Data records:
>>>

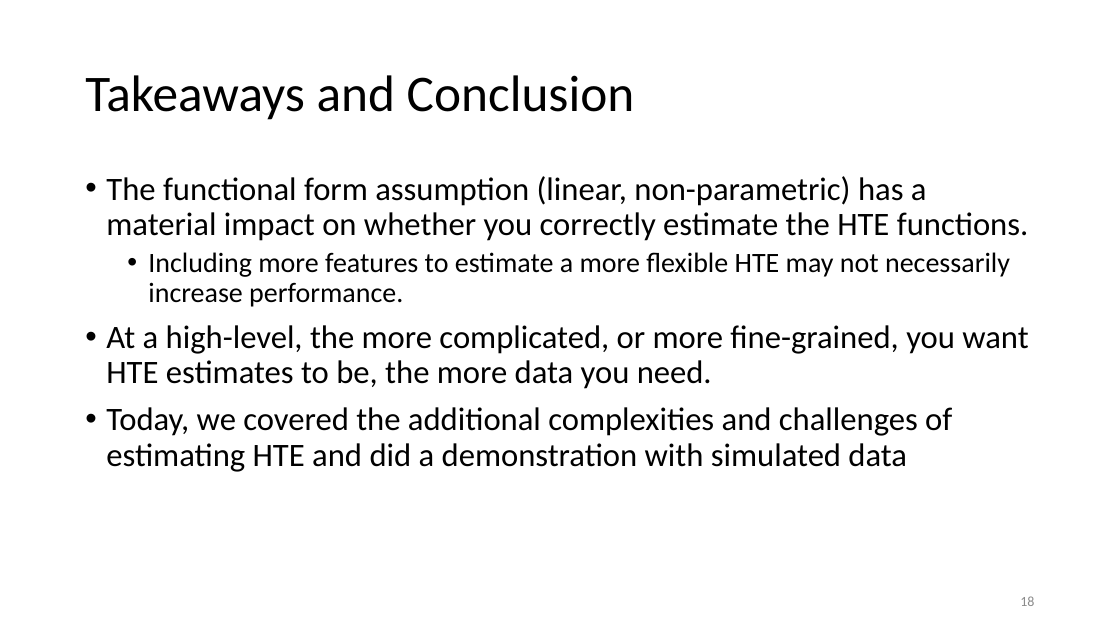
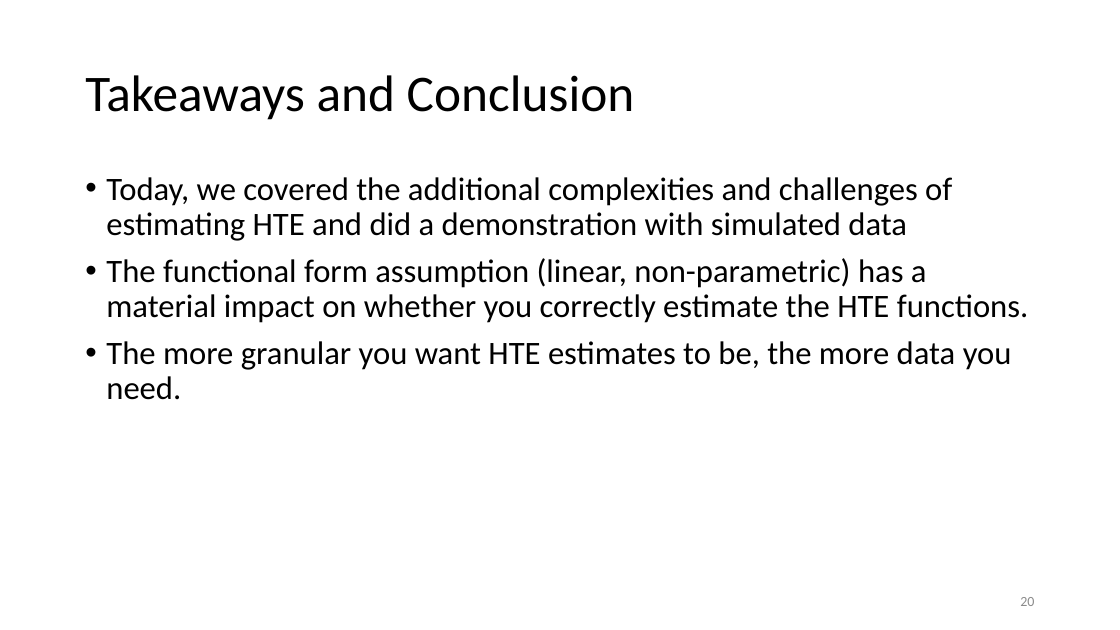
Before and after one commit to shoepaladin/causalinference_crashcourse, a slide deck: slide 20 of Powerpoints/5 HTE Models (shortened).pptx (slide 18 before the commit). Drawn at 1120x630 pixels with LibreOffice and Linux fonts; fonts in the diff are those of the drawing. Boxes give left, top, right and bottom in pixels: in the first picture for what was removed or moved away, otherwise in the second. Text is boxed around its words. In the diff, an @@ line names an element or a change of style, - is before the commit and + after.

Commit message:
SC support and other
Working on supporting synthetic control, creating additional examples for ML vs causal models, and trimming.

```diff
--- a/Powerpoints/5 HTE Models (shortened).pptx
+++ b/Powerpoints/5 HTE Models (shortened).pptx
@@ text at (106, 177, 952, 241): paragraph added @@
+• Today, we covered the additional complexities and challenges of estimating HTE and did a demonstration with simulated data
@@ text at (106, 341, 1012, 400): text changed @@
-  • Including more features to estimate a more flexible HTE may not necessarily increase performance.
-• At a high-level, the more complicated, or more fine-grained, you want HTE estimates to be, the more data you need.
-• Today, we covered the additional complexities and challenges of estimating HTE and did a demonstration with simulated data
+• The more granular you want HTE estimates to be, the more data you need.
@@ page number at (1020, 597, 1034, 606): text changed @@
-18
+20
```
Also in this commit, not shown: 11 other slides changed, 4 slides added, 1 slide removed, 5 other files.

<<<
>>>

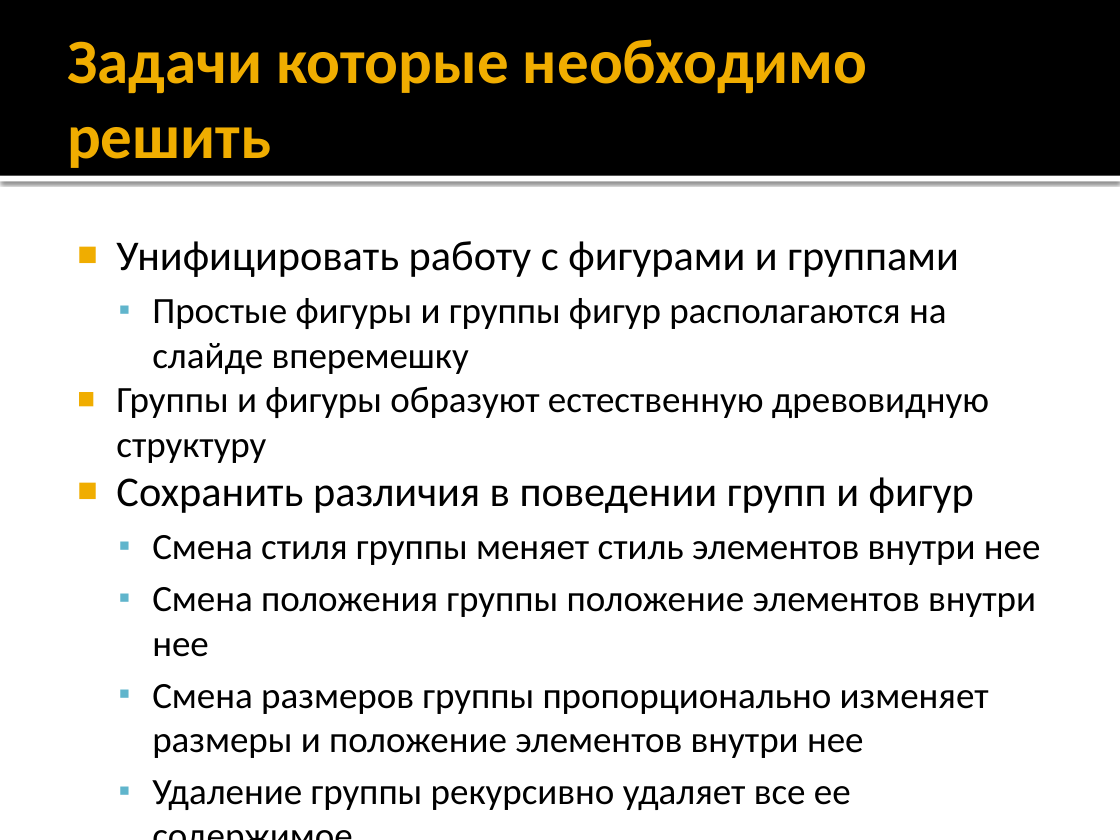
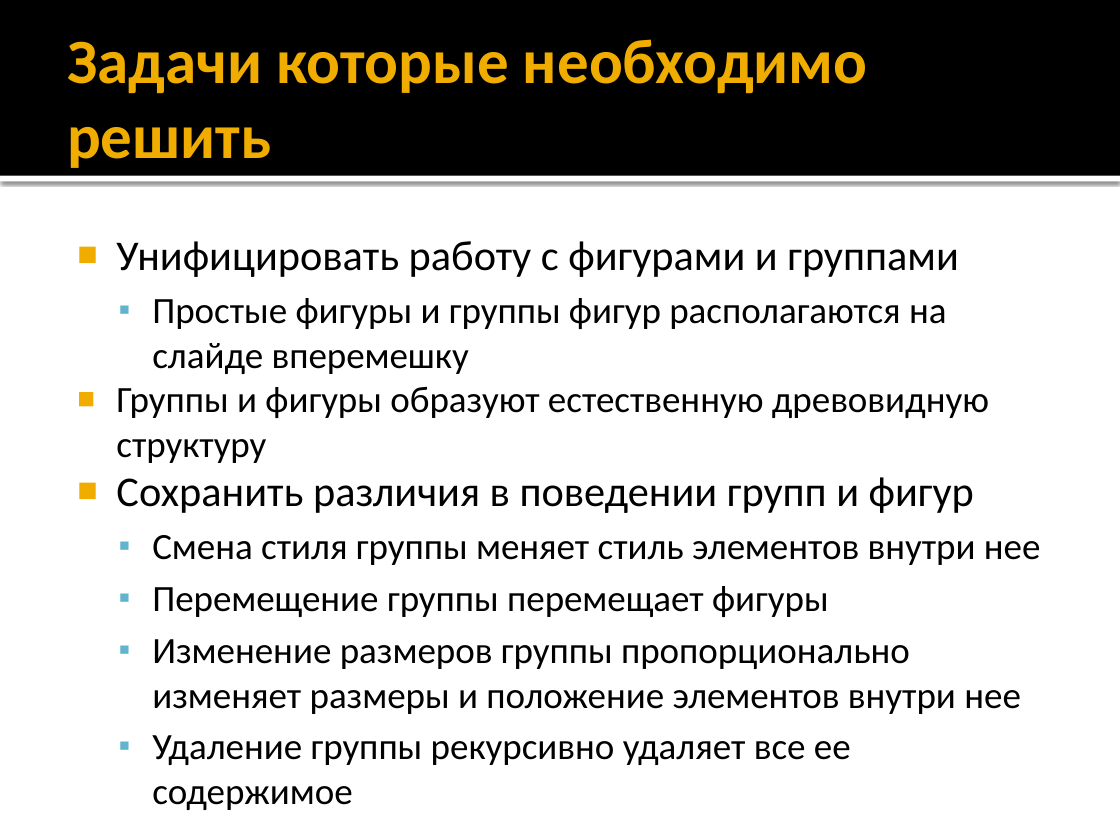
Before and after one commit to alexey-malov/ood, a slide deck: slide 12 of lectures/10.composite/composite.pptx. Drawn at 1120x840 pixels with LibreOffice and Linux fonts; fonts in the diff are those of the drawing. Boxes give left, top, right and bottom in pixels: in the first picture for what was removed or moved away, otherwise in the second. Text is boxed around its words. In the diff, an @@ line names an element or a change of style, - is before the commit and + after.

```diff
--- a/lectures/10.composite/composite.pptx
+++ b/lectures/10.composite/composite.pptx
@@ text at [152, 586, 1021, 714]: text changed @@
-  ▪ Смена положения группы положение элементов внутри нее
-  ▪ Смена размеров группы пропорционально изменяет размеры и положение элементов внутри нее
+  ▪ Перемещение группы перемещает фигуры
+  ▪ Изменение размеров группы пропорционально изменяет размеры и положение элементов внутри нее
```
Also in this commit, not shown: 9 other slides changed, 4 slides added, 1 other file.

<<<
>>>

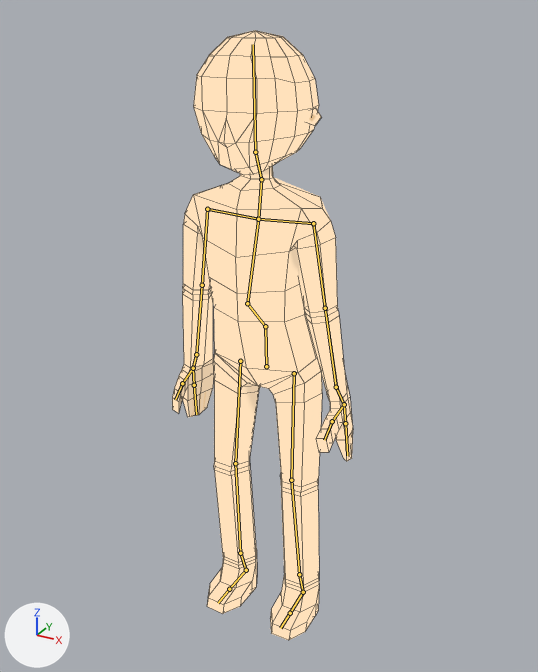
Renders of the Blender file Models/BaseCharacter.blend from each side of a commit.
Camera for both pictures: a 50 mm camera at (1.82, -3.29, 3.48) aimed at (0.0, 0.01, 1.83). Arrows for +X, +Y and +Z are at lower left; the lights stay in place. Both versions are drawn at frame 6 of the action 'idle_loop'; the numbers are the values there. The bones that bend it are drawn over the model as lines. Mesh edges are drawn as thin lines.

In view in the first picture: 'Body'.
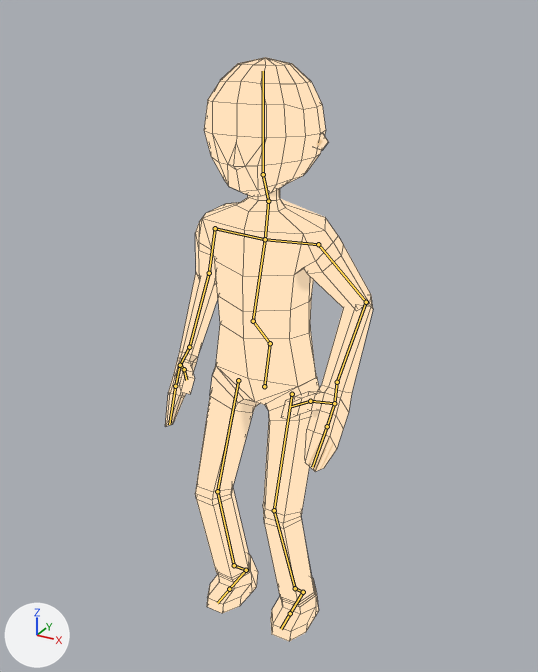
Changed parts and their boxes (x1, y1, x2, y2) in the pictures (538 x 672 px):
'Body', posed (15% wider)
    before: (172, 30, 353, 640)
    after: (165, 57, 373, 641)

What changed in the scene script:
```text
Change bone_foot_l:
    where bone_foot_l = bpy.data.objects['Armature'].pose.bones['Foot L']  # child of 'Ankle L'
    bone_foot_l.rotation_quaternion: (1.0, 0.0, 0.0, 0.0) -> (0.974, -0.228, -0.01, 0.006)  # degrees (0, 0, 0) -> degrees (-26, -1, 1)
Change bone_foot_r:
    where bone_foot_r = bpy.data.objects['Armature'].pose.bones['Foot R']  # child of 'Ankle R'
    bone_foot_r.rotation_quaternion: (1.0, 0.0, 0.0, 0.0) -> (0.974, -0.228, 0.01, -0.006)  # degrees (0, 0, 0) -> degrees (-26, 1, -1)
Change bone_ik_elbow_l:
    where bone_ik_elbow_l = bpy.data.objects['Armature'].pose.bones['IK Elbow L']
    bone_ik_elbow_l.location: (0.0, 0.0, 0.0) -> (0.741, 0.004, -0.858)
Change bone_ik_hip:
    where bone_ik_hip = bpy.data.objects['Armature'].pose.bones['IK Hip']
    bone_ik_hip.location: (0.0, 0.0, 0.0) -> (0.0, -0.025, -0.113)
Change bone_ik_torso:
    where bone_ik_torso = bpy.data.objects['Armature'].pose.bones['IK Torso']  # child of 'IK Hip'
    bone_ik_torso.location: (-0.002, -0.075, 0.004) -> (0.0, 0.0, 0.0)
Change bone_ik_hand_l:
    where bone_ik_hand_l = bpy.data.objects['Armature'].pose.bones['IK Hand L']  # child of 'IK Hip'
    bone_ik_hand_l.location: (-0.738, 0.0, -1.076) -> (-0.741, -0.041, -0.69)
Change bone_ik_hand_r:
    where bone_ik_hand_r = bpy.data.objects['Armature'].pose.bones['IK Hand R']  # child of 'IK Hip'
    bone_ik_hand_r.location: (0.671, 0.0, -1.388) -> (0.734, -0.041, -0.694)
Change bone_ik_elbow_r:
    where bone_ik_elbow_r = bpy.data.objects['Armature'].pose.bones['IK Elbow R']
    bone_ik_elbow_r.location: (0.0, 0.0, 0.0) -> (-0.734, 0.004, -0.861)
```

<<<

[WHAT TO PRODUCE]
How many of the lines above contain "slides"? Give the number by itself.

[ANSWER SPACE]
2